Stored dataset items
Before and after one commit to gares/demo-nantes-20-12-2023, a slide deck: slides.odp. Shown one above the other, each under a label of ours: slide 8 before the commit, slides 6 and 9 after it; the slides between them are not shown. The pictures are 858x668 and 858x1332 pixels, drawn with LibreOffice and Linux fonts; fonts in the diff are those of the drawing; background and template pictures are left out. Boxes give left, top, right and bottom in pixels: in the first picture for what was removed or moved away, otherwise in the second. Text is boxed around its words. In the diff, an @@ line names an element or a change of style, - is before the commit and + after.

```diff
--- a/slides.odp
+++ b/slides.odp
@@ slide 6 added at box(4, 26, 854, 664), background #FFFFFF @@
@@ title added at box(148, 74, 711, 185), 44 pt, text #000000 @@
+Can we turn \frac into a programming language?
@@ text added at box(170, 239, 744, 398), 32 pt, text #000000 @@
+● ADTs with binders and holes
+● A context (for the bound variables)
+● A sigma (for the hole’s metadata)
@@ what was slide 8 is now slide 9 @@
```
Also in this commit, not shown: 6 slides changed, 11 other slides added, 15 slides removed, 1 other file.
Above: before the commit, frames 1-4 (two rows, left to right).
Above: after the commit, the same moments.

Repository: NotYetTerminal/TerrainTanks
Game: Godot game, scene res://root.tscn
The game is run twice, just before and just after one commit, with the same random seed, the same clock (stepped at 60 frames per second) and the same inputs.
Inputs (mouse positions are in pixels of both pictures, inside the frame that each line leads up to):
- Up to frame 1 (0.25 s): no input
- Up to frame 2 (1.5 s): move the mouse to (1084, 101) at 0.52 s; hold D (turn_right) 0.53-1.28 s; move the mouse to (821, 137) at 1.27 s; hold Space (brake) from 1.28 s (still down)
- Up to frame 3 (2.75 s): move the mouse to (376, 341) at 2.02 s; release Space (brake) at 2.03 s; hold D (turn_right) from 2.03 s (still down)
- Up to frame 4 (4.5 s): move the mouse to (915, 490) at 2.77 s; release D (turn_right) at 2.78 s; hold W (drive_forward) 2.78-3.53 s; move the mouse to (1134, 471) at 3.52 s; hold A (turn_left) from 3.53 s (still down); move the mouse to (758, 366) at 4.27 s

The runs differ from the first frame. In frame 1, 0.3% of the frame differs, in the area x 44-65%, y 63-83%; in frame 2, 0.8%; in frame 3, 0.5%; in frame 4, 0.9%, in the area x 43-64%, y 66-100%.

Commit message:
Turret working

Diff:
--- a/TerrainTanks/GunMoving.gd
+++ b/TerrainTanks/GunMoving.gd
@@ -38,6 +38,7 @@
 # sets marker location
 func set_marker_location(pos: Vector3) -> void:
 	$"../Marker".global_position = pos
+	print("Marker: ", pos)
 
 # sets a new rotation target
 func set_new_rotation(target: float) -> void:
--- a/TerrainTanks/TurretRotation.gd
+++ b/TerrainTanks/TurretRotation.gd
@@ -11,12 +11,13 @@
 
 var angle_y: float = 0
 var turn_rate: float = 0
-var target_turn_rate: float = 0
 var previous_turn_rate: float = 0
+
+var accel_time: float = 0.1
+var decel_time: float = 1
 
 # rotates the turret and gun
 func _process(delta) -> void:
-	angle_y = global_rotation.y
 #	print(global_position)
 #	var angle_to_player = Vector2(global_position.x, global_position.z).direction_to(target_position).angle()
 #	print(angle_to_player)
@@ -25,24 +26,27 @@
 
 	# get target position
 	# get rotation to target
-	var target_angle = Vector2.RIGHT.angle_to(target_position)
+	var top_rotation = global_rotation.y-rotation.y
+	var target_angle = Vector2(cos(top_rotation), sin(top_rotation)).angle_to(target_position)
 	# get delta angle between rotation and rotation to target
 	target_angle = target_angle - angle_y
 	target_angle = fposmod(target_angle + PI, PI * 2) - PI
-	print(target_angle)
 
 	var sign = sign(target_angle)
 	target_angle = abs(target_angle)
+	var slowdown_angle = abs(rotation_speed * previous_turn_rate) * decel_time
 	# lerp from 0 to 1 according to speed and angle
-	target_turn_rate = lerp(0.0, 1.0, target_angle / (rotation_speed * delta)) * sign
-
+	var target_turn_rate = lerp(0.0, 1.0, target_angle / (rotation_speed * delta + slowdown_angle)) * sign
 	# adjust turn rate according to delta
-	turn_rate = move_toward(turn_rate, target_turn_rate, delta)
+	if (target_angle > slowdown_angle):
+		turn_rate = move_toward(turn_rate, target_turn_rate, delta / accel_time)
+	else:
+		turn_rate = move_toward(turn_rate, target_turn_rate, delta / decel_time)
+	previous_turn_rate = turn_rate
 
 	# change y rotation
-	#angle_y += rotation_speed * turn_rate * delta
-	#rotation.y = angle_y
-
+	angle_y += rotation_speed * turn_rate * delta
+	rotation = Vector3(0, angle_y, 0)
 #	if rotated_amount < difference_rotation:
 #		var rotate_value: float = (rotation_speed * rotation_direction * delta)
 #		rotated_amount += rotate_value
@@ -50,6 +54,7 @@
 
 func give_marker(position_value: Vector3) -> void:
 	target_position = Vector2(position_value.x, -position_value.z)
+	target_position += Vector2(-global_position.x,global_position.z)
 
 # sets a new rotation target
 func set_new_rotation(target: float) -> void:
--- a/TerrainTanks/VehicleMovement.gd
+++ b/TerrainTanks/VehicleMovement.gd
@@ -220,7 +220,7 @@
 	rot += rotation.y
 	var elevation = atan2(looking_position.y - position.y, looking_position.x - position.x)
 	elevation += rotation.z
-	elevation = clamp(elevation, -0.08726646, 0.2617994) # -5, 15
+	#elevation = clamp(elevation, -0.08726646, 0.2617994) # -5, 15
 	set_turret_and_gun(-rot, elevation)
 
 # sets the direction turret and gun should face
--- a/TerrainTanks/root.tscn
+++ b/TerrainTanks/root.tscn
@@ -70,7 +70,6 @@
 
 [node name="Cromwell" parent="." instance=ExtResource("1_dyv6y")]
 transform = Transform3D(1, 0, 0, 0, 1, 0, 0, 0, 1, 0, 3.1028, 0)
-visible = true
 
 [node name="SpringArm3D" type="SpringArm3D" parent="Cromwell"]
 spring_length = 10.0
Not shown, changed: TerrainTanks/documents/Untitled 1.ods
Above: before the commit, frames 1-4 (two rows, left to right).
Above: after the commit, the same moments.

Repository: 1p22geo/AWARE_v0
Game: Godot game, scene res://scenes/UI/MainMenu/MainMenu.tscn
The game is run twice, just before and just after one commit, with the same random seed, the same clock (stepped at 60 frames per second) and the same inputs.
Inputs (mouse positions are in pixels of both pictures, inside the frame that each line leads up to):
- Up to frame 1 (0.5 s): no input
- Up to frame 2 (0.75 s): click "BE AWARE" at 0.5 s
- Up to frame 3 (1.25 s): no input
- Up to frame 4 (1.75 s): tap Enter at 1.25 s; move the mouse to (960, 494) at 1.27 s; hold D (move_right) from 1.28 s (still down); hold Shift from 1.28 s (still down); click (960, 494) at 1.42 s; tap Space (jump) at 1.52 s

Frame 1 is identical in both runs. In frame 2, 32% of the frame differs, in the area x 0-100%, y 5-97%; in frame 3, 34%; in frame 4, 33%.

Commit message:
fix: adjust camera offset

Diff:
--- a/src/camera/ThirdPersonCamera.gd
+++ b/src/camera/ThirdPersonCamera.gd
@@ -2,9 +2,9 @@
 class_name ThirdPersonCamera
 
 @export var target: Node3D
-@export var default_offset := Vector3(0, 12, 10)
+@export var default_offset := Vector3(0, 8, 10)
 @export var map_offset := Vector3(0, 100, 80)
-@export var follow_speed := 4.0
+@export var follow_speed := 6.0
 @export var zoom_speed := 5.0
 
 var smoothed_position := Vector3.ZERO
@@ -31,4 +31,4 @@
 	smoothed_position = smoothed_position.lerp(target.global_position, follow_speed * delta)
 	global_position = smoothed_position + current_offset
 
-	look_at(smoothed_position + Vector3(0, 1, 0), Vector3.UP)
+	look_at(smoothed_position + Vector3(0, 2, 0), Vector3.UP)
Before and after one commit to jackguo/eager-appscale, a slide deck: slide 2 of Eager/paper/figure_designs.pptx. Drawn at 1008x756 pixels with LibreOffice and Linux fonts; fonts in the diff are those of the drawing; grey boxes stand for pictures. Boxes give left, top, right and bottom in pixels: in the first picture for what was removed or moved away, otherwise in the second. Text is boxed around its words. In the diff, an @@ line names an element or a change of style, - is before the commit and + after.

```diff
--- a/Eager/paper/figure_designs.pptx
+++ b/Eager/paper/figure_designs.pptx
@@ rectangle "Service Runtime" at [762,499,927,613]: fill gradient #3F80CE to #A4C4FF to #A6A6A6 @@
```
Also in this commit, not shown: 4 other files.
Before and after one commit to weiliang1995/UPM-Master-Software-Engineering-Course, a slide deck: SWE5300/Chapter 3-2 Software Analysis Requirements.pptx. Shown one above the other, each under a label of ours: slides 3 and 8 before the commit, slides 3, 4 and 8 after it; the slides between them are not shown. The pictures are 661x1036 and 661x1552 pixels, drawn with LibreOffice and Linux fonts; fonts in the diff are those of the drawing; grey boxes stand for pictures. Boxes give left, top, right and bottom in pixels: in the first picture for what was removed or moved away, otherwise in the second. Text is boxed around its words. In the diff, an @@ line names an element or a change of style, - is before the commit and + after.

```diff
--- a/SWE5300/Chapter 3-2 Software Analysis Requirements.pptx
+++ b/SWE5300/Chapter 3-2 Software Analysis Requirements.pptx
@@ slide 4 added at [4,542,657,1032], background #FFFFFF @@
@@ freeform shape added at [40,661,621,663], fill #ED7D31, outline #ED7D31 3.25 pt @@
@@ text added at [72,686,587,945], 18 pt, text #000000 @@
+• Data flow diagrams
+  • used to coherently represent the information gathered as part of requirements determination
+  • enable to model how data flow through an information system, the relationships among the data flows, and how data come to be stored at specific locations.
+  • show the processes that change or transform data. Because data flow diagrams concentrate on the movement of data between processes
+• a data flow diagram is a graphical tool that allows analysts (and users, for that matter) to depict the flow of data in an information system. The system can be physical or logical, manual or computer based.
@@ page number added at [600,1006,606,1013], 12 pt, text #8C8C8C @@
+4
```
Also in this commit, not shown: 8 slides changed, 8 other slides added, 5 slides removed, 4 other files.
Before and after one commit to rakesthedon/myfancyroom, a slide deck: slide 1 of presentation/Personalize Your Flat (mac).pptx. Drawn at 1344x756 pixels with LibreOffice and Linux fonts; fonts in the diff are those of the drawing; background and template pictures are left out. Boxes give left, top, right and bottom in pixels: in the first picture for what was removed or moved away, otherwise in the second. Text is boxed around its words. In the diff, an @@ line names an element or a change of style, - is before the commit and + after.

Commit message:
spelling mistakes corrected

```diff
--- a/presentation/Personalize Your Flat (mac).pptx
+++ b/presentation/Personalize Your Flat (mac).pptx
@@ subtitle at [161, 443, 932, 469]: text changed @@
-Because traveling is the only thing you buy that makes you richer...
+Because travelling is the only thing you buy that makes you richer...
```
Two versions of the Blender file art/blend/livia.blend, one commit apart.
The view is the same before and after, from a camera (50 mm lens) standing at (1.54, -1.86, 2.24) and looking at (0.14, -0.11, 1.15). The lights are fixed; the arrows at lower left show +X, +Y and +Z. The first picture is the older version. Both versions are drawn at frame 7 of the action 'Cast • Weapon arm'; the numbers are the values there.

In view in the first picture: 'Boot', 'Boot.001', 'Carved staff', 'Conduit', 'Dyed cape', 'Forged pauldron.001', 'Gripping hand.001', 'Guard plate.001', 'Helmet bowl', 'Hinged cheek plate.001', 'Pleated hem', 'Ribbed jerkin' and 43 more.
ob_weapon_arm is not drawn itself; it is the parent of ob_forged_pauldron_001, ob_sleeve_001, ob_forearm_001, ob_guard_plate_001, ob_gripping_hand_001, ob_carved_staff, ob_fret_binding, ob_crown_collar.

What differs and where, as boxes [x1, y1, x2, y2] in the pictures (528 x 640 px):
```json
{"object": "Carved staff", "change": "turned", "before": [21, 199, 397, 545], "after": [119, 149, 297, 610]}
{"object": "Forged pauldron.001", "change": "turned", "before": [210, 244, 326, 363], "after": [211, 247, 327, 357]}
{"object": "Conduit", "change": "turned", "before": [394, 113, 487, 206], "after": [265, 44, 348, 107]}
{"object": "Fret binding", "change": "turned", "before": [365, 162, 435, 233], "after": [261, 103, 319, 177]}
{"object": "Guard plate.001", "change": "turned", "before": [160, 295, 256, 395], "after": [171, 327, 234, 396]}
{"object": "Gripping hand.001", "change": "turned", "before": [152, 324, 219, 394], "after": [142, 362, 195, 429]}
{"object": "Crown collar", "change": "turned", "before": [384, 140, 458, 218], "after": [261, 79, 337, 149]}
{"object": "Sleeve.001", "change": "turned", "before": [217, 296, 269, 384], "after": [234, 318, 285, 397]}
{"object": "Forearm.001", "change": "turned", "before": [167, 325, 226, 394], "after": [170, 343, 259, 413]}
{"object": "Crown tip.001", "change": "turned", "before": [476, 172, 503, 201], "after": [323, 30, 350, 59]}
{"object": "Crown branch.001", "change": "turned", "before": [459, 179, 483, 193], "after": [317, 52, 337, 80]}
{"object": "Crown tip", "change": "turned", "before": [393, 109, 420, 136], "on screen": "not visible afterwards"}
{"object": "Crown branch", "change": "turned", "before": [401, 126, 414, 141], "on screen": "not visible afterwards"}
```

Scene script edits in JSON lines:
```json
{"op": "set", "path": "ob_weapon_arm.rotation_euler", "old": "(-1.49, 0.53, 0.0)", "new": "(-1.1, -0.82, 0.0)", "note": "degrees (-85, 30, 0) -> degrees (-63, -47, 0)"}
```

Instructions for the task
Take the lines above from the one containing "func set_marker_location(pos: Vector3)" to the one containing "-25,24 +26,27 @@" and retype them exactly, both ends included, with nothing added.

Result of this task
 func set_marker_location(pos: Vector3) -> void:
 	$"../Marker".global_position = pos
+	print("Marker: ", pos)
 
 # sets a new rotation target
 func set_new_rotation(target: float) -> void:
--- a/TerrainTanks/TurretRotation.gd
+++ b/TerrainTanks/TurretRotation.gd
@@ -11,12 +11,13 @@
 
 var angle_y: float = 0
 var turn_rate: float = 0
-var target_turn_rate: float = 0
 var previous_turn_rate: float = 0
+
+var accel_time: float = 0.1
+var decel_time: float = 1
 
 # rotates the turret and gun
 func _process(delta) -> void:
-	angle_y = global_rotation.y
 #	print(global_position)
 #	var angle_to_player = Vector2(global_position.x, global_position.z).direction_to(target_position).angle()
 #	print(angle_to_player)
@@ -25,24 +26,27 @@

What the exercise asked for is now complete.